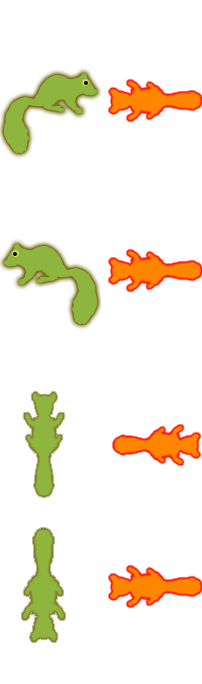
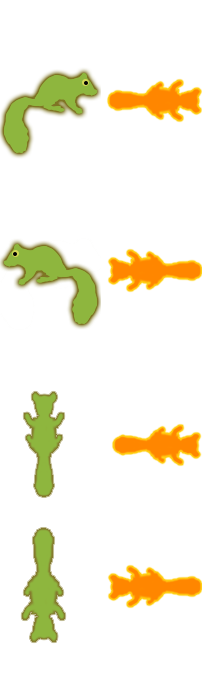
Layers edited between the first and the second 202x684 image:
painted on "Layer 2 copy 6" over (108, 80, 202, 121)
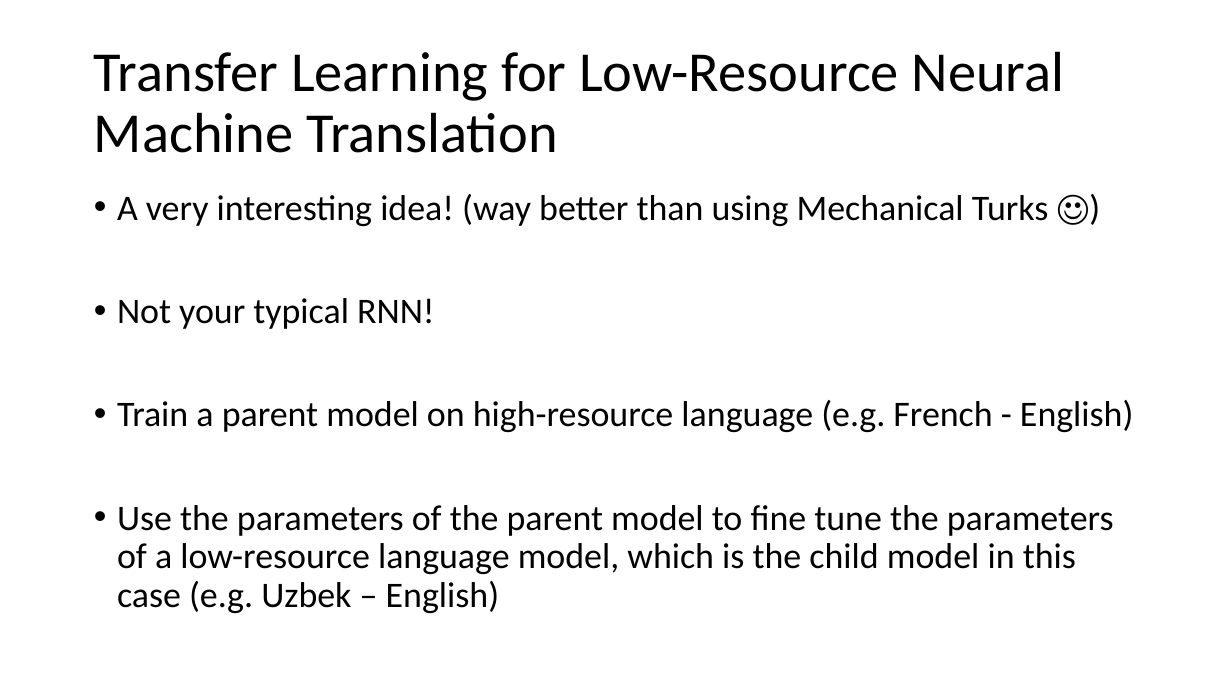
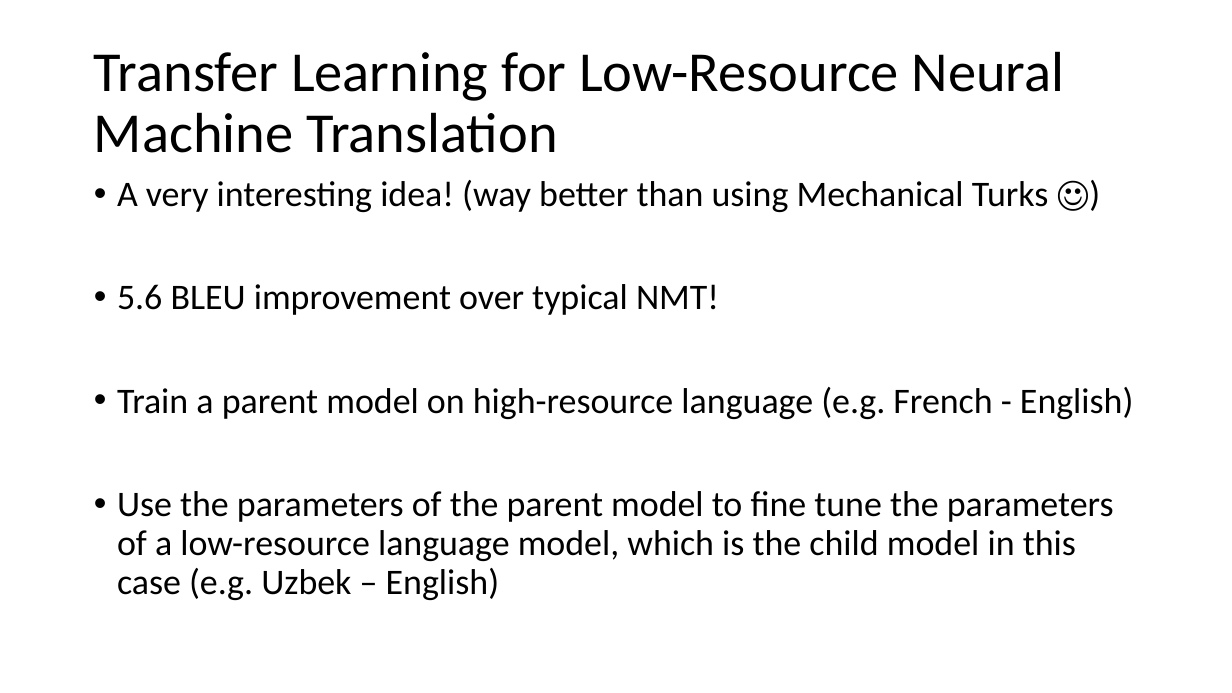
Before and after one commit to balhafni/data_mining, a slide deck: slide 6 of research_projects/mini_project_bashar_utkarsh.pptx. Drawn at 1232x693 pixels with LibreOffice and Linux fonts; fonts in the diff are those of the drawing. Boxes give left, top, right and bottom in pixels: in the first picture for what was removed or moved away, otherwise in the second. Text is boxed around its words. In the diff, an @@ line names an element or a change of style, - is before the commit and + after.

```diff
--- a/research_projects/mini_project_bashar_utkarsh.pptx
+++ b/research_projects/mini_project_bashar_utkarsh.pptx
@@ text "A very interesting idea! (way ...": place and size @@
-text "A very interesting idea! (way ..." at [117,194,1134,613]
+text "A very interesting idea! (way ..." at [117,180,1134,600]
@@ text at [117,284,719,315]: text changed @@
-• Not your typical RNN!
+• 5.6 BLEU improvement over typical NMT!
```
Also in this commit, not shown: 3 other slides changed, 37 other files.

* Problem to solve
Pick out all lines from the data above in which the word "second" appears.

* Solution
Layers edited between the first and the second 202x684 image:
Before and after one commit to balhafni/data_mining, a slide deck: slide 6 of research_projects/mini_project_bashar_utkarsh.pptx. Drawn at 1232x693 pixels with LibreOffice and Linux fonts; fonts in the diff are those of the drawing. Boxes give left, top, right and bottom in pixels: in the first picture for what was removed or moved away, otherwise in the second. Text is boxed around its words. In the diff, an @@ line names an element or a change of style, - is before the commit and + after.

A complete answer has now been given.